▸ **ASSIGNED TASK**: Without including any pictures, copy each entry below exactly.

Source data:
- - -

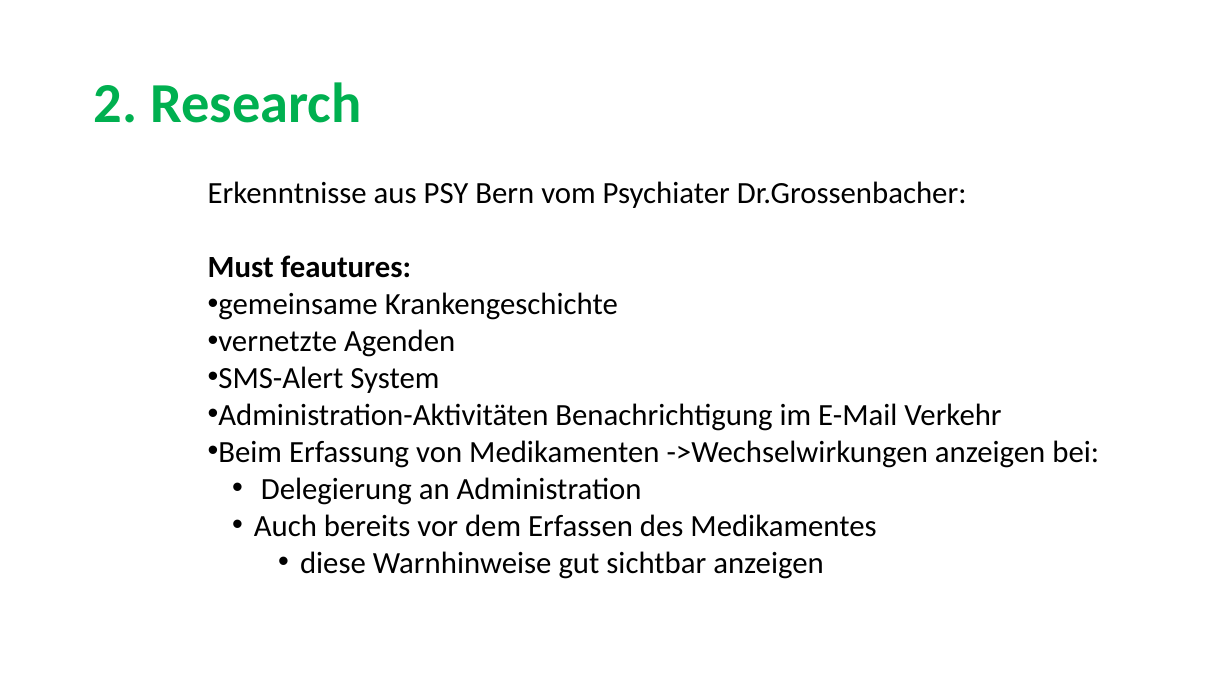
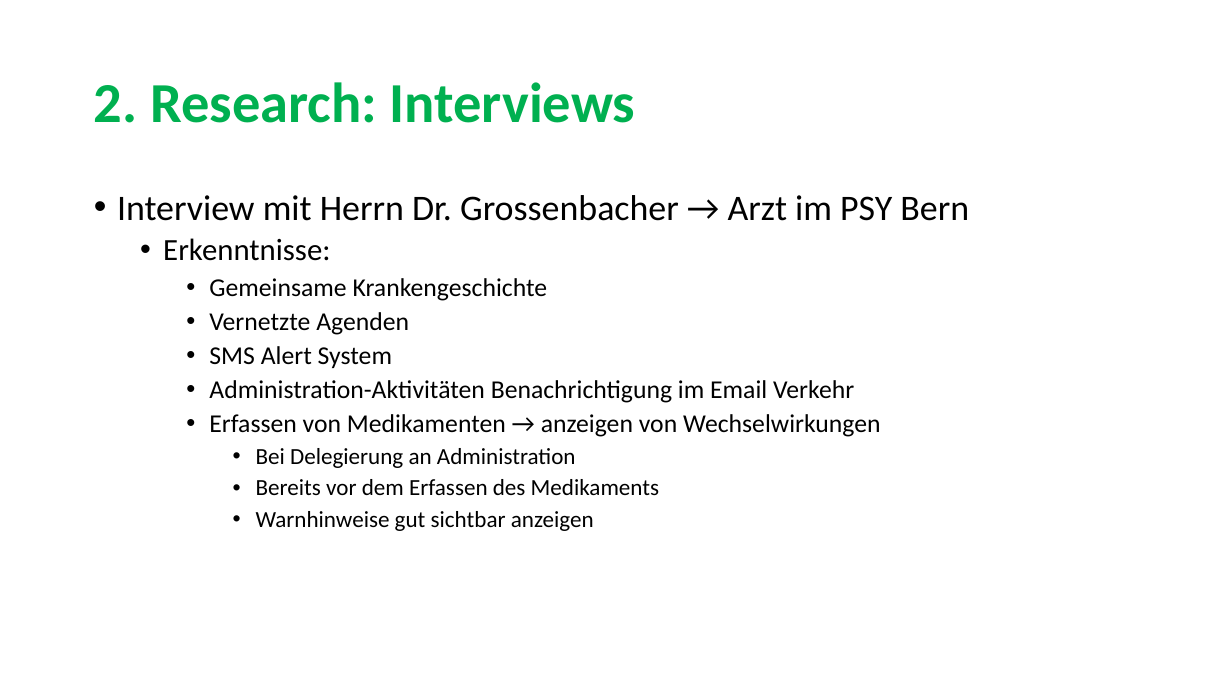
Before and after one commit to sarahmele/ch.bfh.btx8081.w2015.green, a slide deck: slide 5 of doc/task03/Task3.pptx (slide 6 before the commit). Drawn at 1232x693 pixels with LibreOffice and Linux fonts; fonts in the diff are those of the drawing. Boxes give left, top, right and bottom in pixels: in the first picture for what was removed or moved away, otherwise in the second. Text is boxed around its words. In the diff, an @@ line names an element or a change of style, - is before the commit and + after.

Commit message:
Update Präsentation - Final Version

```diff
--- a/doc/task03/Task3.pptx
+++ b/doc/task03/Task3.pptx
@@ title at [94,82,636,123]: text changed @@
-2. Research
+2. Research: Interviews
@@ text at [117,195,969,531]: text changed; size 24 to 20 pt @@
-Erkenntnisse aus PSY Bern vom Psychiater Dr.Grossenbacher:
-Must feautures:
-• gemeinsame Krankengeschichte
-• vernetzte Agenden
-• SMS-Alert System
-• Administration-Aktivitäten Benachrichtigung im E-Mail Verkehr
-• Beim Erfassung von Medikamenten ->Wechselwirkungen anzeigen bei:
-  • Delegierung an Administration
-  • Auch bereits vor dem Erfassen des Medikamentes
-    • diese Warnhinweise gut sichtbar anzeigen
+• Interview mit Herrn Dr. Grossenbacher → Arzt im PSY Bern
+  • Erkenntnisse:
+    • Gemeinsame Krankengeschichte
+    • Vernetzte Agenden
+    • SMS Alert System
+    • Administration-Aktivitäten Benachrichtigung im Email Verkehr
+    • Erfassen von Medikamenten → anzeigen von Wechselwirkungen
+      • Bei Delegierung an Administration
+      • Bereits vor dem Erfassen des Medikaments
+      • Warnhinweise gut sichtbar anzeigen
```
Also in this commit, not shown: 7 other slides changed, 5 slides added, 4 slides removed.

- - -

▸ **EXPECTED ANSWER**:
Before and after one commit to sarahmele/ch.bfh.btx8081.w2015.green, a slide deck: slide 5 of doc/task03/Task3.pptx (slide 6 before the commit). Drawn at 1232x693 pixels with LibreOffice and Linux fonts; fonts in the diff are those of the drawing. Boxes give left, top, right and bottom in pixels: in the first picture for what was removed or moved away, otherwise in the second. Text is boxed around its words. In the diff, an @@ line names an element or a change of style, - is before the commit and + after.

Commit message:
Update Präsentation - Final Version

```diff
--- a/doc/task03/Task3.pptx
+++ b/doc/task03/Task3.pptx
@@ title at [94,82,636,123]: text changed @@
-2. Research
+2. Research: Interviews
@@ text at [117,195,969,531]: text changed; size 24 to 20 pt @@
-Erkenntnisse aus PSY Bern vom Psychiater Dr.Grossenbacher:
-Must feautures:
-• gemeinsame Krankengeschichte
-• vernetzte Agenden
-• SMS-Alert System
-• Administration-Aktivitäten Benachrichtigung im E-Mail Verkehr
-• Beim Erfassung von Medikamenten ->Wechselwirkungen anzeigen bei:
-  • Delegierung an Administration
-  • Auch bereits vor dem Erfassen des Medikamentes
-    • diese Warnhinweise gut sichtbar anzeigen
+• Interview mit Herrn Dr. Grossenbacher → Arzt im PSY Bern
+  • Erkenntnisse:
+    • Gemeinsame Krankengeschichte
+    • Vernetzte Agenden
+    • SMS Alert System
+    • Administration-Aktivitäten Benachrichtigung im Email Verkehr
+    • Erfassen von Medikamenten → anzeigen von Wechselwirkungen
+      • Bei Delegierung an Administration
+      • Bereits vor dem Erfassen des Medikaments
+      • Warnhinweise gut sichtbar anzeigen
```
Also in this commit, not shown: 7 other slides changed, 5 slides added, 4 slides removed.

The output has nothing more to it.